[[ Records for this task open ]]

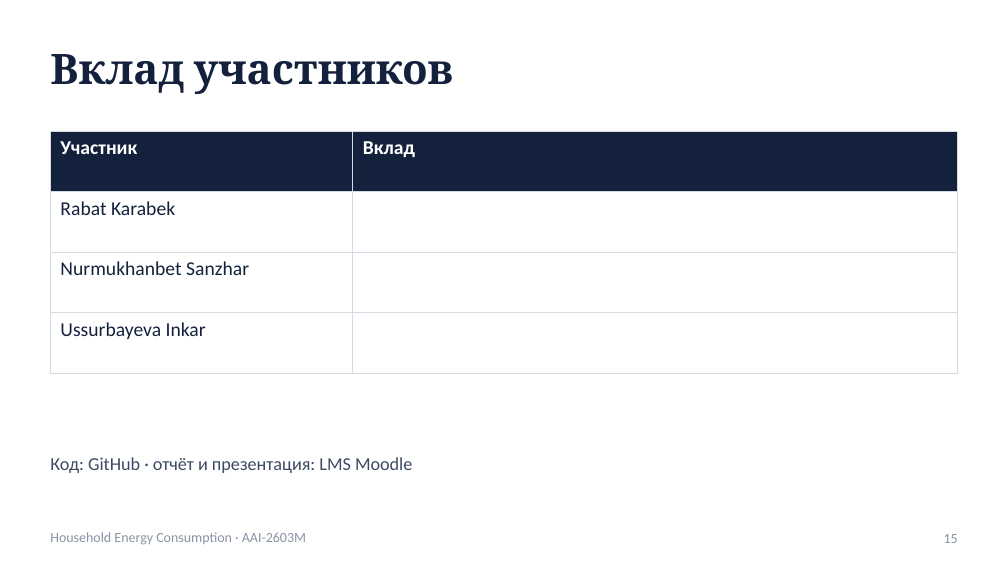
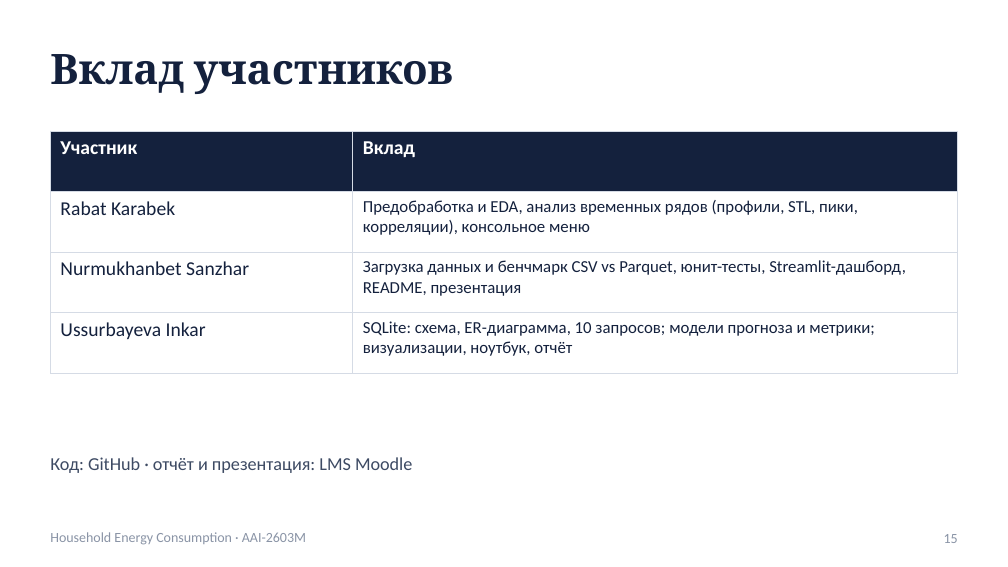
Before and after one commit to inkara06/household_energy_project, a slide deck: slide 15 of presentation.pptx. Drawn at 1008x567 pixels with LibreOffice and Linux fonts; fonts in the diff are those of the drawing. Boxes give left, top, right and bottom in pixels: in the first picture for what was removed or moved away, otherwise in the second. Text is boxed around its words. In the diff, an @@ line names an element or a change of style, - is before the commit and + after.

```diff
--- a/presentation.pptx
+++ b/presentation.pptx
@@ table at <box>50,131,958,360</box> @@
-row 2, column 2: 
+row 2, column 2: Предобработка и EDA, анализ временных рядов (профили, STL, пики, корреляции), консольное меню
-row 3, column 2: 
+row 3, column 2: Загрузка данных и бенчмарк CSV vs Parquet, юнит-тесты, Streamlit-дашборд, README, презентация
-row 4, column 2: 
+row 4, column 2: SQLite: схема, ER-диаграмма, 10 запросов; модели прогноза и метрики; визуализации, ноутбук, отчёт
```
Also in this commit, not shown: 4 other files.
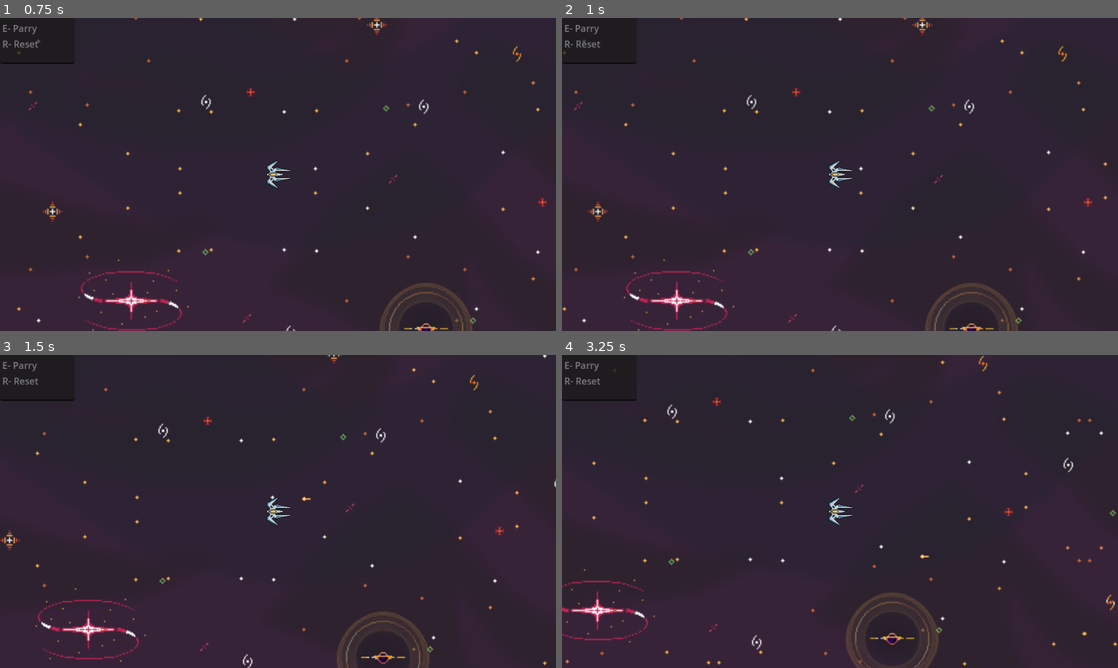
Above: before the commit, frames 1-4 (two rows, left to right).
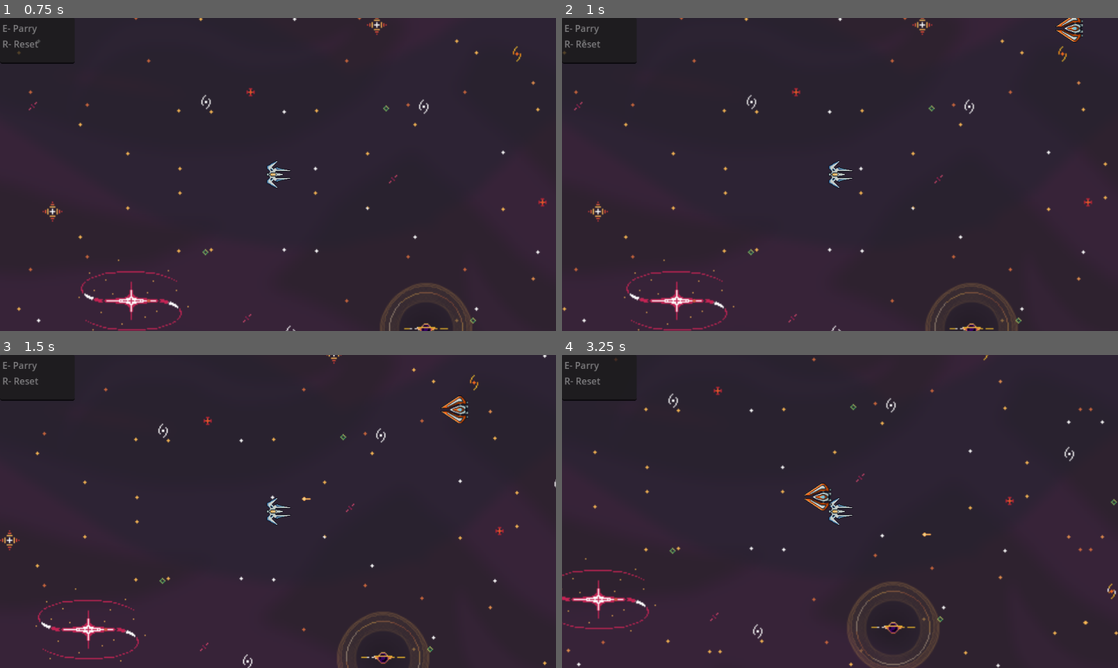
Above: after the commit, the same moments.

Repository: DfindWox/TGD---J2302
Game: Godot game, scene res://Scenes/main.tscn
Same seed, same stepped clock (60 frames per second), same inputs: the game is played once before the commit and once after it.
Inputs:
- Up to frame 1 (0.75 s): tap Enter at 0.5 s; hold Right (ui_right) from 0.53 s (still down); tap E (Parry) at 0.6 s
- Up to frame 2 (1 s): keep holding Right (ui_right)
- Up to frame 3 (1.5 s): release Right (ui_right) at 1.28 s; hold Down (ui_down) from 1.28 s (still down); tap Space (shoot) at 1.35 s
- Up to frame 4 (3.25 s): release Down (ui_down) at 2.03 s; hold Right (ui_right) 2.03-2.78 s; tap E (Parry) at 2.1 s; hold Up (ui_up) from 2.78 s (still down); tap Space (shoot) at 2.85 s

Frame 1 is identical in both runs. In frame 2, 0.2% of the frame differs, in the area x 88-94%, y 0-8%; in frame 3, 0.2%; in frame 4, 3.7%, in the area x 0-100%, y 0-100%.

Commit message:
Criado inimigo com path e adicionado a main

Diff:
--- /dev/null
+++ b/Actors/Enemy.gd
@@ -0,0 +1,46 @@
+extends CharacterBody2D
+## Inimigo que usa [Path2D] para se localizar.
+##
+## Aqui, o inimigo ao ser acionado coloca um [Path2D] na sua posição e movimenta
+## o [PathFollow2D] pra detectar onde é sua próxima posição. Ao terminar o
+## caminho, o inimigo pode andar de novo ou desaparecer. Importante: não esquecer
+## de excluir o [Path2D] ao excluir o personagem, já que eles não são parentes.
+
+@export var speed :float = 210.0 ## Velocidade em pixels.
+@export_file("*.tscn") var path_file ## Caminho que o inimigo vai seguir.
+
+var path : Path2D
+var path_follow : PathFollow2D
+
+
+# Funções virtuais
+func _ready() -> void:
+	# Pra evitar que o inimigo tente acessar o Path2D antes de ele existir
+	set_physics_process(false)
+	_setup() # Em outra função pra não usar await dentro de _ready()
+
+
+func _physics_process(delta):
+	path_follow.progress += speed * delta # PathFollow2D anda dentro do caminho
+	if path_follow.progress_ratio == 1: # Se o caminho tiver terminado
+		path.queue_free()
+		queue_free()
+	# Velocidade vai baseada na distância entre o inimigo e o PathFollow2D
+	velocity = path_follow.global_position - global_position
+	# Necessário normalizar e multiplicar por speed pq move_and_slide vai multiplicar
+	# de novo por delta
+	velocity = velocity.normalized() * speed
+	move_and_slide()
+
+
+# Funções privadas
+func _setup() -> void:
+	# Função pra criar o Path2D e preencher as variáveis relacionadas
+	await get_parent().ready
+	path = load(path_file).instantiate() as Path2D
+	# Path2D como filho do node pai porque senão ele se move junto do inimigo
+	get_parent().add_child(path)
+	path.global_position = global_position
+	path_follow = path.get_node("PathFollow2D")
+	# Agora sim pode ligar o physics_process
+	set_physics_process(true)
--- /dev/null
+++ b/Actors/Enemy.tscn
@@ -0,0 +1,19 @@
+[gd_scene load_steps=4 format=3 uid="uid://dy1odsgouku0t"]
+
+[ext_resource type="Script" path="res://Actors/Enemy.gd" id="1_1dn3n"]
+[ext_resource type="Texture2D" uid="uid://hyrdd0oaoyll" path="res://Assets/Sprites/ship_1.png" id="2_67j5p"]
+
+[sub_resource type="CapsuleShape2D" id="CapsuleShape2D_uty3x"]
+
+[node name="Enemy" type="CharacterBody2D"]
+collision_layer = 2
+collision_mask = 9
+script = ExtResource("1_1dn3n")
+path_file = "res://Actors/enemy_path.tscn"
+
+[node name="Collision" type="CollisionShape2D" parent="."]
+shape = SubResource("CapsuleShape2D_uty3x")
+
+[node name="Sprite2D" type="Sprite2D" parent="."]
+rotation = -1.5708
+texture = ExtResource("2_67j5p")
--- /dev/null
+++ b/Actors/enemy_path.tscn
@@ -0,0 +1,15 @@
+[gd_scene load_steps=2 format=3 uid="uid://dv0cnjnl2u8wd"]
+
+[sub_resource type="Curve2D" id="Curve2D_q2qt5"]
+_data = {
+"points": PackedVector2Array(0, 0, 0, 0, 0, 0, 0, -63.2861, 0, 63.2861, 0, 448, 64.1447, 0, -64.1447, 0, -128, 576, 0, 63.6993, 0, -63.6993, -256, 448, -63.2538, 0, 63.2538, 0, -128, 320, 0.353553, -63.6396, -0.353553, 63.6396, 0, 448, 0, 0, 0, 0, 0, 896)
+}
+point_count = 7
+
+[node name="EnemyPath" type="Path2D"]
+curve = SubResource("Curve2D_q2qt5")
+
+[node name="PathFollow2D" type="PathFollow2D" parent="."]
+rotation = 1.5708
+rotates = false
+loop = false
--- a/Scenes/main.tscn
+++ b/Scenes/main.tscn
@@ -2,15 +2,13 @@
 
 [ext_resource type="Script" path="res://Scenes/main.gd" id="1_v4j20"]
 [ext_resource type="PackedScene" uid="uid://sv26t4bdy5le" path="res://Actors/bg.tscn" id="2_8rc0c"]
-[ext_resource type="PackedScene" uid="uid://bgm5lsyqscoli" path="res://Actors/world_boundary.tscn" id="3_0xe63"]
+[ext_resource type="PackedScene" uid="uid://dy1odsgouku0t" path="res://Actors/Enemy.tscn" id="4_e8l2g"]
 [ext_resource type="PackedScene" uid="uid://c7uh2kt5rldlt" path="res://Actors/player.tscn" id="4_prqjn"]
 
 [node name="Main" type="Node2D"]
 script = ExtResource("1_v4j20")
 
 [node name="BG" parent="." instance=ExtResource("2_8rc0c")]
-
-[node name="WorldBoundary" parent="." instance=ExtResource("3_0xe63")]
 
 [node name="PlayerNew" parent="." instance=ExtResource("4_prqjn")]
 position = Vector2(30, 270)
@@ -33,3 +31,6 @@
 drag_and_drop_selection_enabled = false
 virtual_keyboard_enabled = false
 middle_mouse_paste_enabled = false
+
+[node name="Enemy" parent="." instance=ExtResource("4_e8l2g")]
+position = Vector2(512, -192)
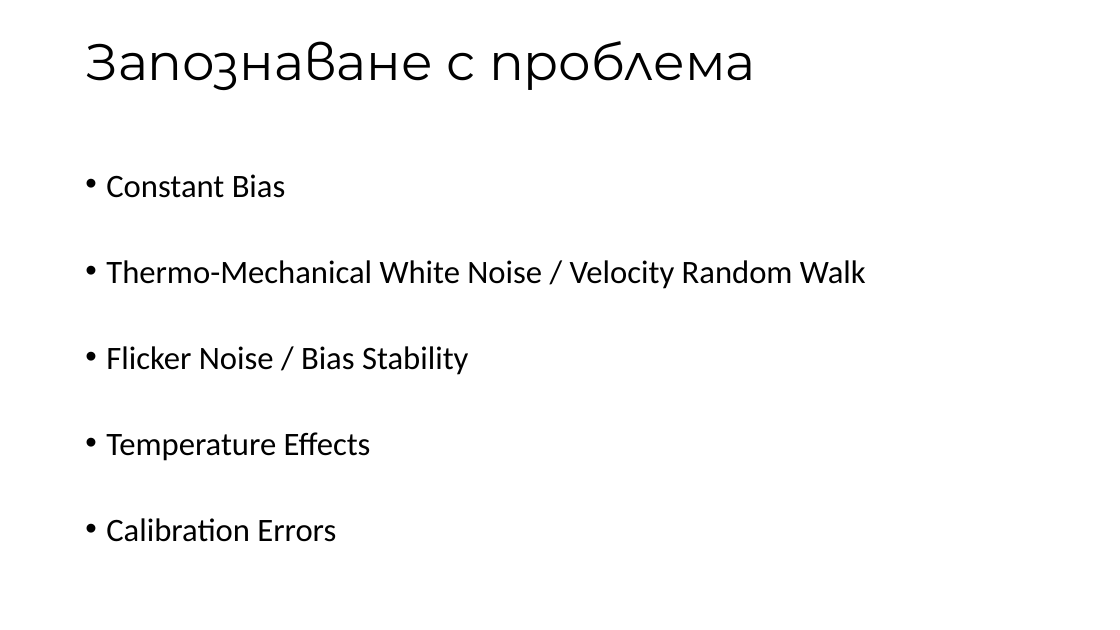
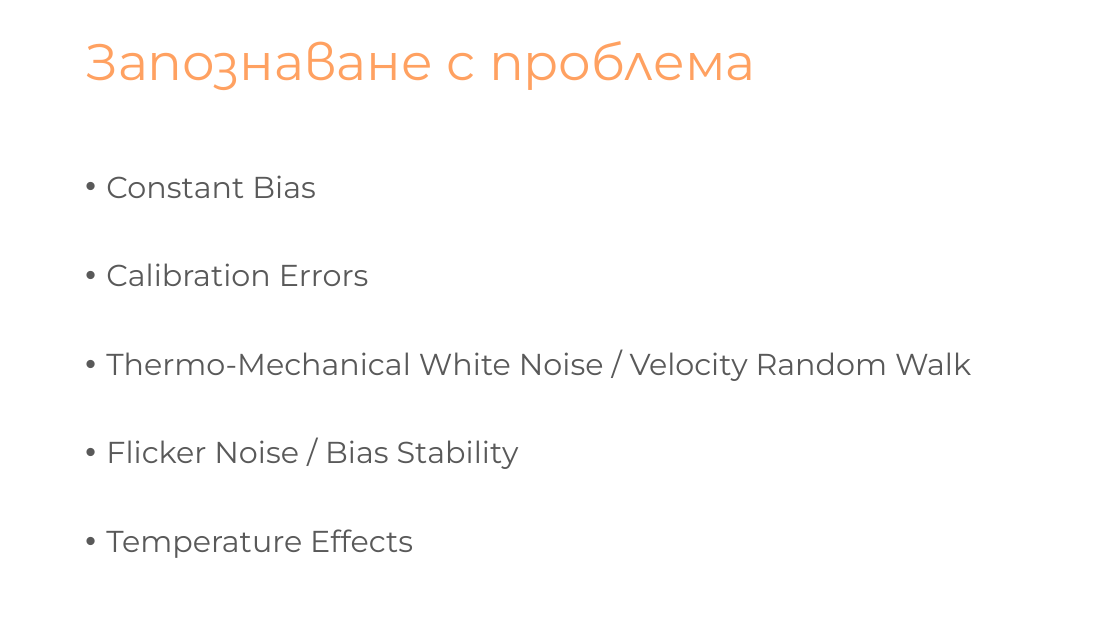
Before and after one commit to NikolaTotev/AMMRP-Course-Project, a slide deck: slide 5 of Presentation Materials/Калибриране на MEMS Акселерометри.pptx. Drawn at 1120x630 pixels with LibreOffice and Linux fonts; fonts in the diff are those of the drawing. Boxes give left, top, right and bottom in pixels: in the first picture for what was removed or moved away, otherwise in the second. Text is boxed around its words. In the diff, an @@ line names an element or a change of style, - is before the commit and + after.

Commit message:
working on data calibration and presentation

```diff
--- a/Presentation Materials/Калибриране на MEMS Акселерометри.pptx
+++ b/Presentation Materials/Калибриране на MEMS Акселерометри.pptx
@@ title "Запознаване с проблема" at <box>85,41,756,90</box>: text colour #000000 to #FFA161 @@
@@ text at <box>106,175,971,558</box>: size 28 to 25.9 pt, font Calibri to Montserrat, text colour #000000 to #595959 in "Constant Bias", "Thermo-Mechanical White Noise / Velocity Random Walk", "Flicker Noise / Bias Stability", "Temperature Effects"; line spacing 0.8 to 0.9 @@
@@ text at <box>106,263,369,286</box>: paragraph added @@
+• Calibration Errors
@@ text at <box>106,518,336,542</box>: paragraph removed @@
-• Calibration Errors
```
Also in this commit, not shown: 9 other slides changed, 1 slide added, 7 other files.

[[ Records for this task closed ]]

Work task
Please give back, exactly as it stands above, the stretch from the line with "inimigo vai seguir." through the line with "dentro do caminho", and no line outside it.

Task response
+@export_file("*.tscn") var path_file ## Caminho que o inimigo vai seguir.
+
+var path : Path2D
+var path_follow : PathFollow2D
+
+
+# Funções virtuais
+func _ready() -> void:
+	# Pra evitar que o inimigo tente acessar o Path2D antes de ele existir
+	set_physics_process(false)
+	_setup() # Em outra função pra não usar await dentro de _ready()
+
+
+func _physics_process(delta):
+	path_follow.progress += speed * delta # PathFollow2D anda dentro do caminho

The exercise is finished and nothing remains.